# Letter from a Godly Father to his Adult Christian Daughter on her Birthday



## Ed Walsh (Dec 11, 2018)

Greetings to all,

Lately, my postings have apparently been a bit meandrous, and this one may be the same. But I came across this birthday letter from a godly father to his beloved Christian, now adult daughter. Maybe it is not profound, but it caught my eye. I hope it will grab yours too.

=======

To Dawn Angel,

Here are my thoughts for you on this special day. (I got the date right. _Right?_




J

Happy Birthday my daughter. Hope you have a blessed day. More than that I am praying that you have a great day every day for the rest of your life. It won't all be fun, but it will _all_ be good. (Rom. 8:28) And if you fall deeply in love with the infinity joyful God the Holy Trinity, you will be filled with His joy in every possible situation. Your doubts, your fallen nature, and Satan will tell you otherwise. But I have discovered that God always causes your enemy's plans to backfire–often sooner than later–and that I have no business listening to traitors and liars anyway. Remember, not only the world and Satan are liars, but your own traitorous _"heart is deceitful above all things, and desperately wicked:"_ and apart from the moment by moment supply of the Holy Spirit, _"who can know it _[the heart]_"?_ (Jeremiah 17:9)

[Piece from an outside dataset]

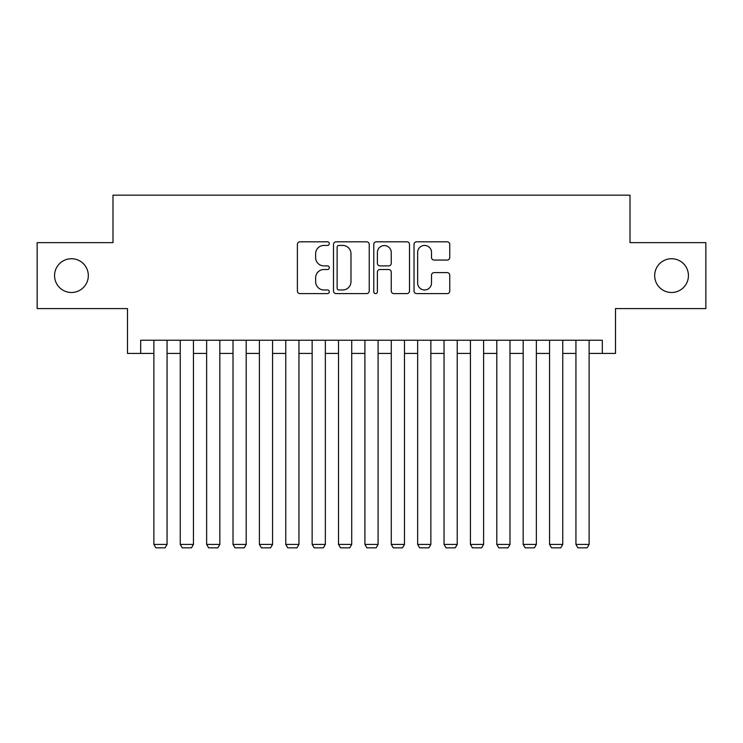 <?xml version="1.0" encoding="UTF-8"?>
<svg xmlns="http://www.w3.org/2000/svg" width="743" height="743" viewBox="0 0 743 743"><rect width="100%" height="100%" fill="white"/><g stroke="black" fill="none" stroke-linecap="round" stroke-linejoin="round"><path stroke-width="1.11" d="M329.298 243.62A1.811 1.811 0 0 0 327.487 241.809L299.968 241.809A2.591 2.591 0 0 0 297.386 244.401L297.386 291.005A2.591 2.591 0 0 0 299.968 293.596L327.487 293.596A1.811 1.811 0 0 0 329.298 291.776A1.811 1.811 0 0 0 327.487 289.965L323.92 289.965A8.284 8.284 0 0 1 315.636 281.681L315.636 277.798A8.284 8.284 0 0 1 323.92 269.514L327.487 269.514A1.811 1.811 0 0 0 329.298 267.703A1.811 1.811 0 0 0 327.487 265.892L323.92 265.892A8.284 8.284 0 0 1 315.636 257.598L315.636 253.716A8.284 8.284 0 0 1 323.92 245.431L327.487 245.431A1.811 1.811 0 0 0 329.298 243.62M654.676 275.616A16.885 16.885 0 0 0 671.561 292.491A16.885 16.885 0 0 0 688.436 275.616A16.885 16.885 0 0 0 671.561 258.731A16.885 16.885 0 0 0 654.676 275.616M54.564 275.616A16.885 16.885 0 0 0 71.439 292.491A16.885 16.885 0 0 0 88.324 275.616A16.885 16.885 0 0 0 71.439 258.731A16.885 16.885 0 0 0 54.564 275.616M447.175 260.059A2.591 2.591 0 0 0 449.756 257.468L449.756 244.401A2.591 2.591 0 0 0 447.175 241.809L416.619 241.809A2.591 2.591 0 0 0 414.027 244.401L414.027 291.005A2.591 2.591 0 0 0 416.619 293.596L447.175 293.596A2.591 2.591 0 0 0 449.756 291.005L449.756 275.207A2.591 2.591 0 0 0 447.175 272.616L434.098 272.616A2.591 2.591 0 0 0 431.507 275.207L431.507 283.037A6.928 6.928 0 0 1 424.578 289.965A6.928 6.928 0 0 1 417.65 283.037L417.65 252.36A6.928 6.928 0 0 1 424.578 245.431A6.928 6.928 0 0 1 431.507 252.36L431.507 257.468A2.591 2.591 0 0 0 434.098 260.059L447.175 260.059M140.687 353.427L140.687 340.238L602.313 340.238L602.313 353.427L615.501 353.427L615.501 308.586L705.85 308.586L705.85 242.636L630.008 242.636L630.008 195.158L112.992 195.158L112.992 242.636L37.15 242.636L37.15 308.586L127.499 308.586L127.499 353.427L153.875 353.427M369.234 244.401A2.591 2.591 0 0 0 366.643 241.809L336.096 241.809A2.591 2.591 0 0 0 333.505 244.401L333.505 291.005A2.591 2.591 0 0 0 336.096 293.596L366.643 293.596A2.591 2.591 0 0 0 369.234 291.005L369.234 244.401M376.357 241.809L406.904 241.809A2.591 2.591 0 0 1 409.495 244.401L409.495 291.005A2.591 2.591 0 0 1 406.904 293.596L393.836 293.596A2.591 2.591 0 0 1 391.245 291.005L391.245 272.105A2.591 2.591 0 0 0 388.654 269.514L379.979 269.514A2.591 2.591 0 0 0 377.388 272.105L377.388 291.776A1.811 1.811 0 0 1 375.577 293.596A1.811 1.811 0 0 1 373.766 291.776L373.766 244.401A2.591 2.591 0 0 1 376.357 241.809M167.064 353.427L180.252 353.427M193.44 353.427L206.638 353.427M219.826 353.427L233.014 353.427M246.202 353.427L259.391 353.427M272.579 353.427L285.767 353.427M298.955 353.427L312.144 353.427M325.341 353.427L338.529 353.427M351.718 353.427L364.906 353.427M378.094 353.427L391.282 353.427M404.471 353.427L417.659 353.427M430.856 353.427L444.045 353.427M457.233 353.427L470.421 353.427M483.609 353.427L496.798 353.427M509.986 353.427L523.174 353.427M536.362 353.427L549.56 353.427M562.748 353.427L575.936 353.427M589.125 353.427L602.313 353.427M338.938 245.431A1.811 1.811 0 0 0 337.127 247.243L337.127 288.154A1.811 1.811 0 0 0 338.938 289.965L342.69 289.965A8.284 8.284 0 0 0 350.984 281.681L350.984 253.716A8.284 8.284 0 0 0 342.69 245.431L338.938 245.431M391.245 252.49A6.928 6.928 0 0 0 384.317 245.561A6.928 6.928 0 0 0 377.388 252.49L377.388 263.301A2.591 2.591 0 0 0 379.979 265.892L388.654 265.892A2.591 2.591 0 0 0 391.245 263.301L391.245 252.49M167.064 340.238L167.064 544.415L153.875 544.415L153.875 340.238M167.064 544.415L165.085 547.842L155.854 547.842L153.875 544.415M193.44 340.238L193.44 544.415L180.252 544.415L180.252 340.238M193.44 544.415L191.462 547.842L182.23 547.842L180.252 544.415M219.826 340.238L219.826 544.415L206.638 544.415L206.638 340.238M219.826 544.415L217.848 547.842L208.616 547.842L206.638 544.415M246.202 340.238L246.202 544.415L233.014 544.415L233.014 340.238M246.202 544.415L244.224 547.842L234.992 547.842L233.014 544.415M272.579 340.238L272.579 544.415L259.391 544.415L259.391 340.238M272.579 544.415L270.601 547.842L261.369 547.842L259.391 544.415M298.955 340.238L298.955 544.415L285.767 544.415L285.767 340.238M298.955 544.415L296.977 547.842L287.745 547.842L285.767 544.415M325.341 340.238L325.341 544.415L312.144 544.415L312.144 340.238M325.341 544.415L323.363 547.842L314.122 547.842L312.144 544.415M351.718 340.238L351.718 544.415L338.529 544.415L338.529 340.238M351.718 544.415L349.739 547.842L340.508 547.842L338.529 544.415M378.094 340.238L378.094 544.415L364.906 544.415L364.906 340.238M378.094 544.415L376.116 547.842L366.884 547.842L364.906 544.415M404.471 340.238L404.471 544.415L391.282 544.415L391.282 340.238M404.471 544.415L402.492 547.842L393.261 547.842L391.282 544.415M430.856 340.238L430.856 544.415L417.659 544.415L417.659 340.238M430.856 544.415L428.878 547.842L419.637 547.842L417.659 544.415M457.233 340.238L457.233 544.415L444.045 544.415L444.045 340.238M457.233 544.415L455.255 547.842L446.023 547.842L444.045 544.415M483.609 340.238L483.609 544.415L470.421 544.415L470.421 340.238M483.609 544.415L481.631 547.842L472.399 547.842L470.421 544.415M509.986 340.238L509.986 544.415L496.798 544.415L496.798 340.238M509.986 544.415L508.008 547.842L498.776 547.842L496.798 544.415M536.362 340.238L536.362 544.415L523.174 544.415L523.174 340.238M536.362 544.415L534.384 547.842L525.152 547.842L523.174 544.415M562.748 340.238L562.748 544.415L549.56 544.415L549.56 340.238M562.748 544.415L560.77 547.842L551.538 547.842L549.56 544.415M589.125 340.238L589.125 544.415L575.936 544.415L575.936 340.238M589.125 544.415L587.146 547.842L577.915 547.842L575.936 544.415"/></g></svg>

Consider Jesus, who was _"despised and rejected of men; a man of sorrows, and acquainted with grief:"_ (Isaiah 53:3) and in the end, suffered and died with and for the wicked. (That's you, Mom, your three brothers, and much more so, me) Yet, to the bitter end Jesus had one thing, an emotion actually, that enabled the fully human Son of God incarnate to endure it all. It was* Joy*! Not stoic obedience to his Father's will–though he never did a single miracle–big or small (as you said) apart from the Father's will. It wasn't just a random joy or the joy of returning to heaven victoriously. It was you and me and all that call upon the Lord in truth that his Holy affection focused on. You were always on his mind (sorry Willie Nelson) as the driving force throughout all the trials that encouraged _"when the time was come that he should be received up, he stedfastly set his face to go to Jerusalem,"_ to die shamefully for you. Where do I get this idea? Meditate a while on this verse from Hebrews. It gives new meaning to John 3:16, _"For God so loved that He gave..."_

Hebrews 12:2
_We should be, "Looking unto Jesus the author and finisher of our faith; who for the joy that was set before him endured the cross, despising the shame, and is set down at the right hand of the throne of God._​
Below are three verses that have been a kind of theme for my life these past few years.
*
First* – God bids us seek Him. He yearns to fellowship with us while still in this sinful body and on this fallen earth.
Psalms 27:8
_When thou saidst, Seek ye my face; my heart said unto thee, Thy face, Lord, will I seek. _​
*Second* – It takes everything you have. God desires nothing less.
Jeremiah 29:13
_And ye shall seek me, and find me, when ye shall search for me with all your heart. _​*
Third* – In time you will learn, as David did, that is was Him seeking you all along.
Psalms 119:176
_I have gone astray like a lost sheep; seek thy servant; for I do not forget thy commandments._​
Dawn, it has taken me the better part of my life to see that there is quite literally nothing in me that is not as black as soot that covers everything now in Mom's fire scared cabin. (what a mess) Nevertheless, God is still good to me. I can't find the words, nor do I think the words exist that can describe what love, what passionate fellowship, what full assurance he gives, even to the chief of sinners, yours truly. It is only the faith that he gives to all who ask that brings us to God. But I almost feel like I have gone past belief to something more. I don't have to try to pray as a duty. Now I usually wake up in prayer. I was talking to Mom the other day about what I thought would be a good question at a Bible study group. This was the question: "What do you think was the greatest thought you ever had?" Mom said to me, "Well, what would you say." I said, "That's easy. The greatest thought I ever had was about a year ago... I woke up very early and thought. 'God actually wants to fellowship with me.'" Immediately I began to cry in utter amazement that that might even possibly be true. Wow! What a morning followed.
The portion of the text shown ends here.